Cheap talk won’t defeat terrorism
Contrary to popular belief, Pakistan and its jihadi establishment have long been active in southern India. But they didn’t manage to do much damage because they couldn’t find the local hands necessary to carry out successful attacks. B Raman argues that the demolition of the Babri Masjid in 1991 and the communal divisions that sprang from it has helped the likes of Lashkar-e-Taiba find local recruits, trigger sleeper cells that were established years ago, and carry out attacks such as the ones in Hyderabad and Bangalore. He is not wrong. The damage caused to religious harmony has created willing foot soldiers for the likes of the Lashkar-e-Taiba. But this does not sufficiently explain why the Lashkar-e-Taiba did not or could not attack Bangalore in the decade and a half since the Babri Masjid was brought down.
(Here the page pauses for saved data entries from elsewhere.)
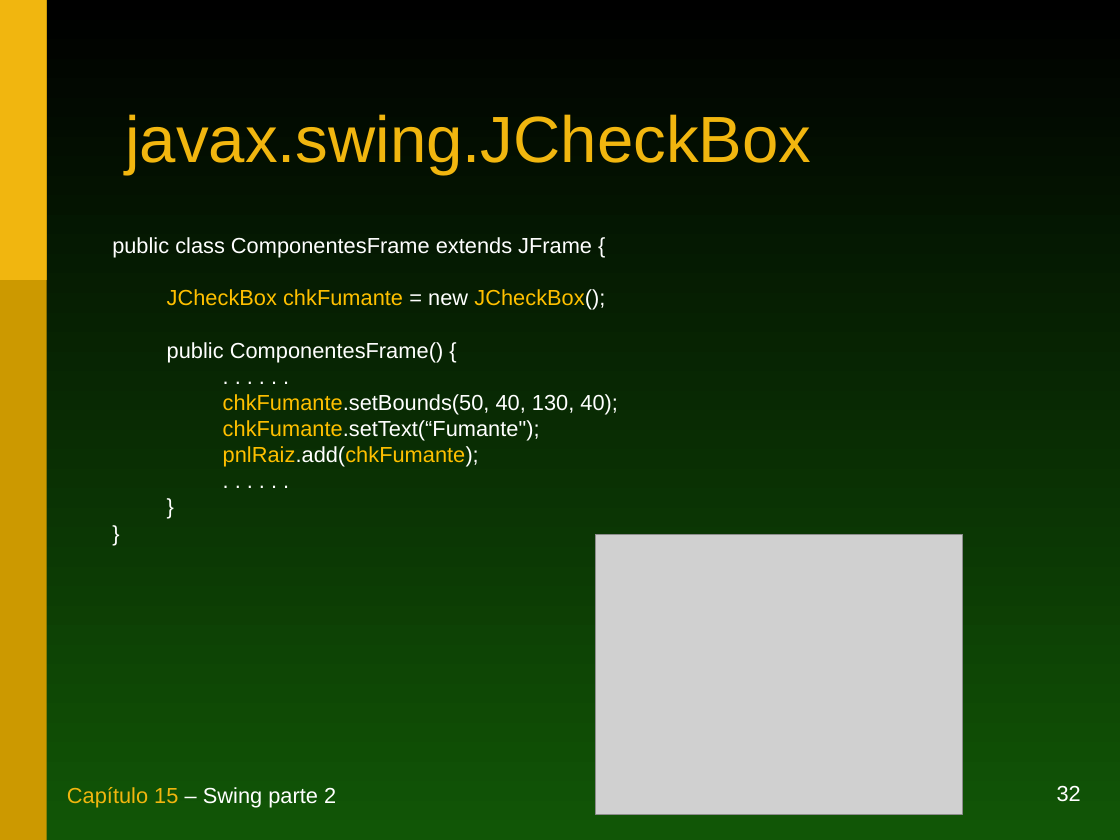
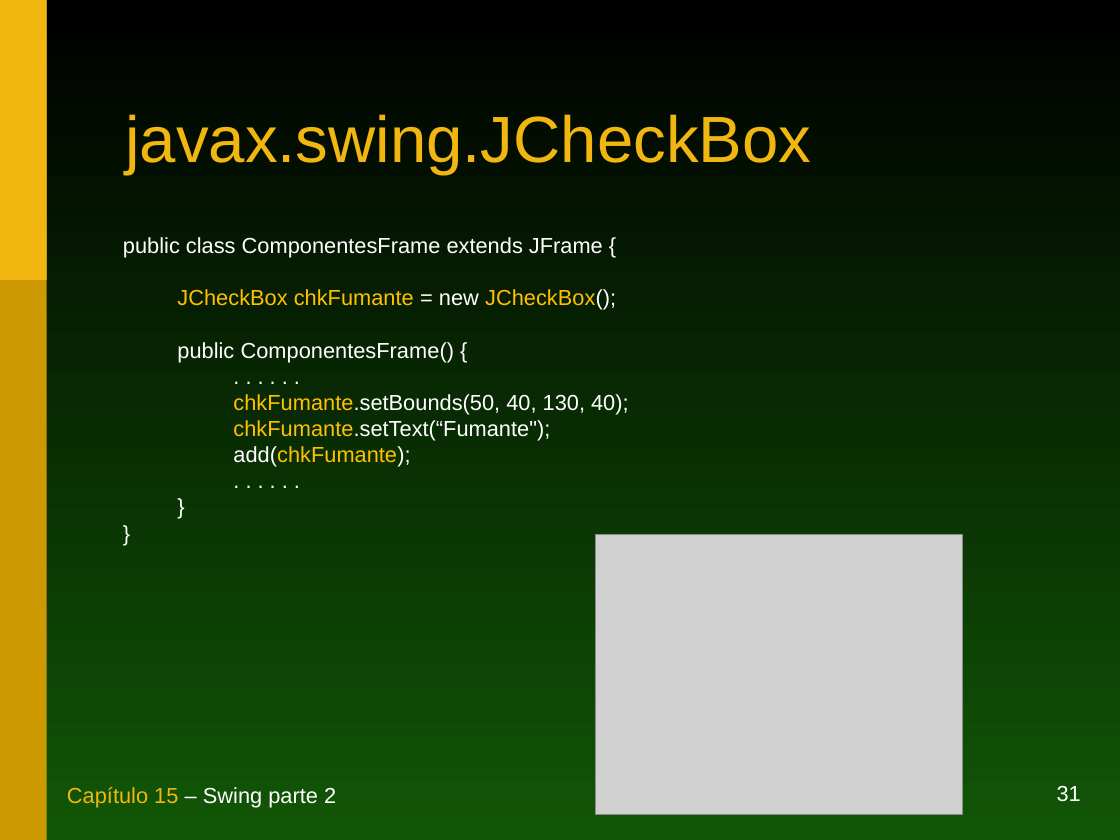
Before and after one commit to duchesqui/slzvieira-training, a slide deck: slide 31 of 1-Java-Programmer-Modulo-I/16.Capitulo15.ppt (slide 32 before the commit). Drawn at 1120x840 pixels with LibreOffice and Linux fonts; fonts in the diff are those of the drawing; grey boxes stand for pictures. Boxes give left, top, right and bottom in pixels: in the first picture for what was removed or moved away, otherwise in the second. Text is boxed around its words. In the diff, an @@ line names an element or a change of style, - is before the commit and + after.

```diff
--- a/1-Java-Programmer-Modulo-I/16.Capitulo15.ppt
+++ b/1-Java-Programmer-Modulo-I/16.Capitulo15.ppt
@@ text "public class ComponentesFrame extends JFrame ...": place and size @@
-text "public class ComponentesFrame extends JFrame ..." at [112,237,618,467]
+text "public class ComponentesFrame extends JFrame ..." at [123,237,629,467]
@@ text at [233,446,410,467]: text changed @@
-pnlRaiz.add(chkFumante);
+add(chkFumante);
@@ page number at [1057,785,1081,802]: text changed @@
-32
+31
```
Also in this commit, not shown: 13 other slides changed, 3 slides added, 4 slides removed, 3 other files.

Even the more recent Godhra outrage occured four years ago. So why did the number of major jihadi attacks outside the proxy war theatre of Jammu & Kashmir quadruple last year? This, despite all the comings and goings of the ‘peace process’ with Pakistan.
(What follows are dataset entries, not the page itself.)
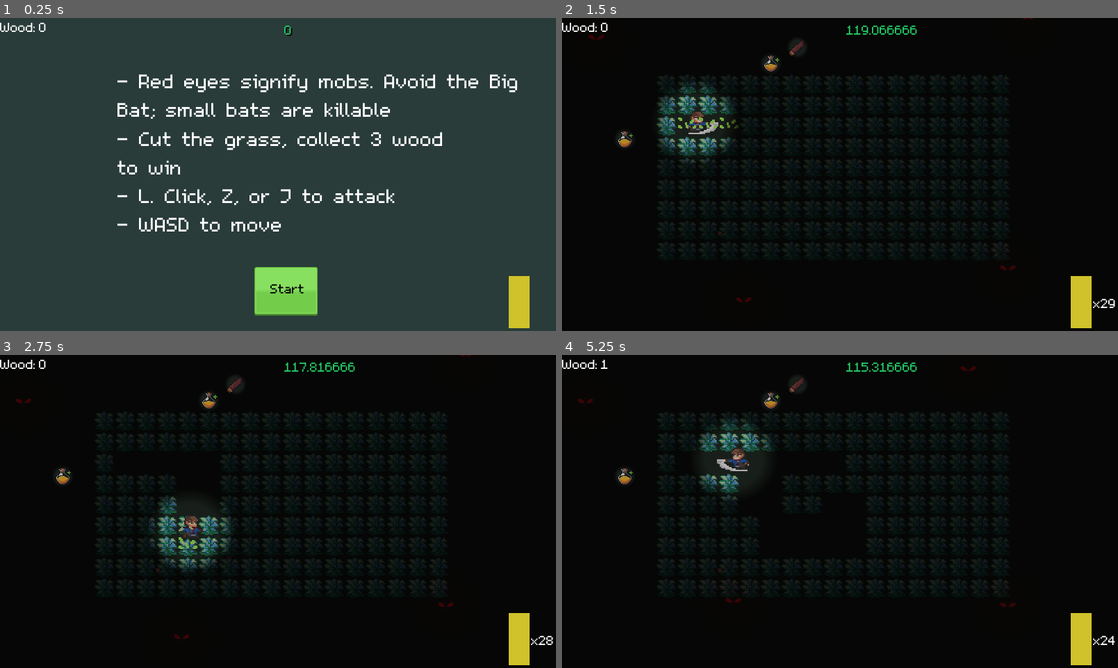
Above: before the commit, frames 1-4 (two rows, left to right).
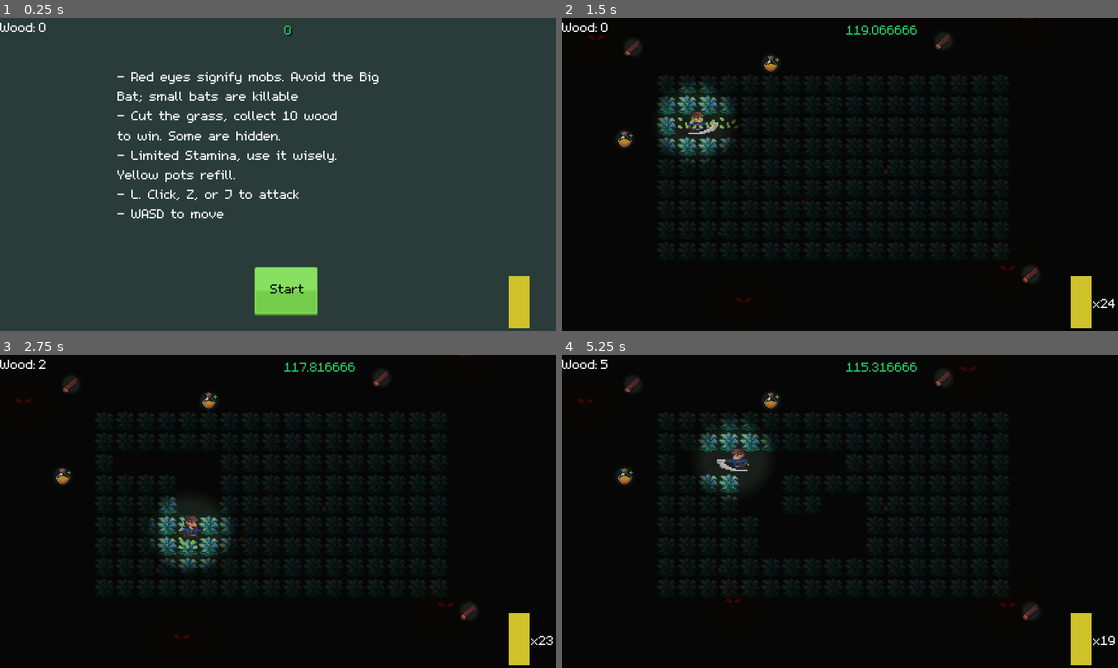
Above: after the commit, the same moments.

Repository: jaonewguy/GDFG-24
Game: Godot game, scene res://Scenes/Main.tscn
Two runs of this game, one before a commit and one after it. Both use one fixed random seed, a clock stepped at 60 frames per second and the inputs below.
Inputs (mouse positions are in pixels of both pictures, inside the frame that each line leads up to):
- Up to frame 1 (0.25 s): no input
- Up to frame 2 (1.5 s): click "Start" at 0.5 s; move the mouse to (962, 158) at 1.27 s; hold D (right) from 1.28 s (still down); click (962, 158) at 1.35 s
- Up to frame 3 (2.75 s): move the mouse to (166, 527) at 2.02 s; release D (right) at 2.03 s; hold S (down) from 2.03 s (still down); click (166, 527) at 2.1 s
- Up to frame 4 (5.25 s): move the mouse to (895, 442) at 2.77 s; release S (down) at 2.78 s; hold D (right) 2.78-3.53 s; click (895, 442) at 2.85 s; move the mouse to (812, 574) at 3.52 s; hold W (up) 3.53-4.28 s; click (812, 574) at 3.6 s; move the mouse to (1006, 558) at 4.27 s; hold A (left) from 4.28 s (still down); click (1006, 558) at 4.35 s; move the mouse to (673, 464) at 5.02 s; click (673, 464) at 5.1 s

The runs differ from the first frame. In frame 1, 6.3% of the frame differs, in the area x 21-93%, y 17-69%; in frame 2, 0.4%; in frame 3, 0.4%; in frame 4, 0.5%.

Commit message:
Add disgusting duplicated code to finish in time for GDFG24

Diff:
--- a/Scenes/Level.tscn
+++ b/Scenes/Level.tscn
@@ -19,7 +19,13 @@
 color = Color( 0.137255, 0.176471, 0.145098, 1 )
 
 [node name="Wood" parent="." instance=ExtResource( 4 )]
-position = Vector2( 180, 23 )
+position = Vector2( 292, 18 )
+
+[node name="Wood2" parent="." instance=ExtResource( 4 )]
+position = Vector2( 54, 23 )
+
+[node name="Wood3" parent="." instance=ExtResource( 4 )]
+position = Vector2( 359, 197 )
 
 [node name="Energy" parent="." instance=ExtResource( 6 )]
 position = Vector2( 48, 93 )
--- a/Scenes/Main.tscn
+++ b/Scenes/Main.tscn
@@ -8,7 +8,6 @@
 [ext_resource path="res://Assets/theme/font/m5x7.ttf" type="DynamicFontData" id=6]
 
 [sub_resource type="DynamicFont" id=1]
-size = 24
 font_data = ExtResource( 6 )
 
 [sub_resource type="DynamicFont" id=2]
@@ -54,8 +53,10 @@
 custom_fonts/font = SubResource( 1 )
 text = "- Red eyes signify mobs. Avoid the Big
 Bat; small bats are killable
-- Cut the grass, collect 3 wood
-to win
+- Cut the grass, collect 10 wood
+to win. Some are hidden.
+- Limited Stamina, use it wisely.
+Yellow pots refill.
 - L. Click, Z, or J to attack
 - WASD to move
 "
--- a/Scripts/Level.gd
+++ b/Scripts/Level.gd
@@ -2,7 +2,7 @@
 
 
 const WIN_CONDITION = 3
-export var MAX_STAMINA = 30
+export var MAX_STAMINA = 25
 
 onready var player = $YSort/Player
 onready var bats = $YSort/Bats
@@ -31,6 +31,11 @@
 func _spawn_hidden_loot() -> void:
     var loot = hidden_loot_scene.instance()
     var loot2 = hidden_loot_scene.instance()
+    var loot3 = hidden_loot_scene.instance()
+    var loot4 = hidden_loot_scene.instance()
+    var loot5 = hidden_loot_scene.instance()
+    var loot6 = hidden_loot_scene.instance()
+    var loot7 = hidden_loot_scene.instance()
 
     add_child(loot)
     loot.set_position(Vector2(rand_range(80, 336), rand_range(50, 178)))
@@ -40,16 +45,56 @@
     loot2.set_position(Vector2(rand_range(80, 336), rand_range(50, 178)))
     loot2.add_to_group("loot")
 
+    add_child(loot3)
+    loot3.set_position(Vector2(rand_range(80, 336), rand_range(50, 178)))
+    loot3.add_to_group("loot")
+
+    add_child(loot4)
+    loot4.set_position(Vector2(rand_range(80, 336), rand_range(50, 178)))
+    loot4.add_to_group("loot")
+
+    add_child(loot5)
+    loot5.set_position(Vector2(rand_range(80, 336), rand_range(50, 178)))
+    loot5.add_to_group("loot")
+
+    add_child(loot6)
+    loot6.set_position(Vector2(rand_range(80, 336), rand_range(50, 178)))
+    loot6.add_to_group("loot")
+
+    add_child(loot7)
+    loot7.set_position(Vector2(rand_range(80, 336), rand_range(50, 178)))
+    loot7.add_to_group("loot")
+
     # TODO: prob need to refactor this when considering other loot, and get rid of duplication
     var wood_piece = wood.instance()
     var wood_piece2 = wood.instance()
+    var wood_piece3 = wood.instance()
+    var wood_piece4 = wood.instance()
+    var wood_piece5 = wood.instance()
+    var wood_piece6 = wood.instance()
+    var wood_piece7 = wood.instance()
 #    wood_piece.hide()
 #    wood_piece2.hide()
     wood_piece.z_index = -1
     wood_piece2.z_index = -1
+    wood_piece3.z_index = -1
+    wood_piece4.z_index = -1
+    wood_piece5.z_index = -1
+    wood_piece6.z_index = -1
+    wood_piece7.z_index = -1
     wood_piece.disable_light_radius()
     wood_piece2.disable_light_radius()
+    wood_piece3.disable_light_radius()
+    wood_piece4.disable_light_radius()
+    wood_piece5.disable_light_radius()
+    wood_piece6.disable_light_radius()
+    wood_piece7.disable_light_radius()
     loot.add_child(wood_piece)
     loot2.add_child(wood_piece2)
+    loot3.add_child(wood_piece3)
+    loot4.add_child(wood_piece4)
+    loot5.add_child(wood_piece5)
+    loot6.add_child(wood_piece6)
+    loot7.add_child(wood_piece7)
     print("Loot added at: ", loot.global_position)
     print("Loot2 added at: ", loot2.global_position)
--- a/Scripts/Main.gd
+++ b/Scripts/Main.gd
@@ -3,6 +3,7 @@
 # Time left in stage
 const L1_TIME_LEFT : int = 120
 const GAME_OVER_TIMEOUT : int = 3
+const NUM_WOOD_TO_WIN : int = 10
 
 # Declare member variables here. Examples:
 # var a: int = 2
@@ -61,7 +62,7 @@
     print("Wood picked up")
     picked_up_wood += 1
     wood_count.text = str(picked_up_wood)
-    if picked_up_wood == 3:
+    if picked_up_wood == NUM_WOOD_TO_WIN:
         SignalBus.emit_signal("game_won")
 
 # TODO: Refactor

Most people were shocked that jihadis attacked a city as far down south as Bangalore. But regular reports of Naxalite violence in the vicinity of Mangalore and Udupi on the Karnataka coast hardly ever registered in the national media or among the public. There is no equivalent of Babri Masjid or Godhra to explain this. Yet, perhaps for the first time in Indian history, armed groups are now able to terrorise large areas of coastal Karnataka. Like the Bangalore attack, this too happened due to the UPA government’s general lack of resolve to tackle terrorism — whether carried out in the name of god or in the name of the people — with any seriousness and due to a consequent absence of a coherent national security policy to prevent such attacks.
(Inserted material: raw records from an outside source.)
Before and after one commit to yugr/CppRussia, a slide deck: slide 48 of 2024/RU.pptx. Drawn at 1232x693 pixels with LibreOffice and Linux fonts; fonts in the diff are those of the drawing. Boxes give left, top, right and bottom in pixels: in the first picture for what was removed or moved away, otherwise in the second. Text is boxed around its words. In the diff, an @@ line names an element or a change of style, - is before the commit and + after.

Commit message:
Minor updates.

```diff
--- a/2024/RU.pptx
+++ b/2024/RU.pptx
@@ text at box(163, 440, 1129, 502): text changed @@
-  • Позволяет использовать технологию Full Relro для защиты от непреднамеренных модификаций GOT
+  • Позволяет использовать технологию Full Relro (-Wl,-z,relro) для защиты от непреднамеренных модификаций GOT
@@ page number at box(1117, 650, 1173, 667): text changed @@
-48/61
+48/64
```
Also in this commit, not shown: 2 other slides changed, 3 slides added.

Subterfuge instead of strategy
The UPA government and its coalition partners found it politically expedient to protest against and later repeal a tough anti-terror law. If the argument against POTA was that it was put into effect without sufficient thought, then it is equally true that the UPA decided to do away with it with even less thought. Instead of improving that controversial law to address concerns about individual rights and institutional safeguards, the UPA threw away a useful tool, leaving police and security forces unequipped. The situation would have been redeemable if the UPA government had evolved a robust anti-terrorism strategy that would fill the gaps left by repealing POTA. Instead, a clueless Shivraj Patil stumbles from one crisis to the other and to this day has no real idea how to prevent the spread of terrorism.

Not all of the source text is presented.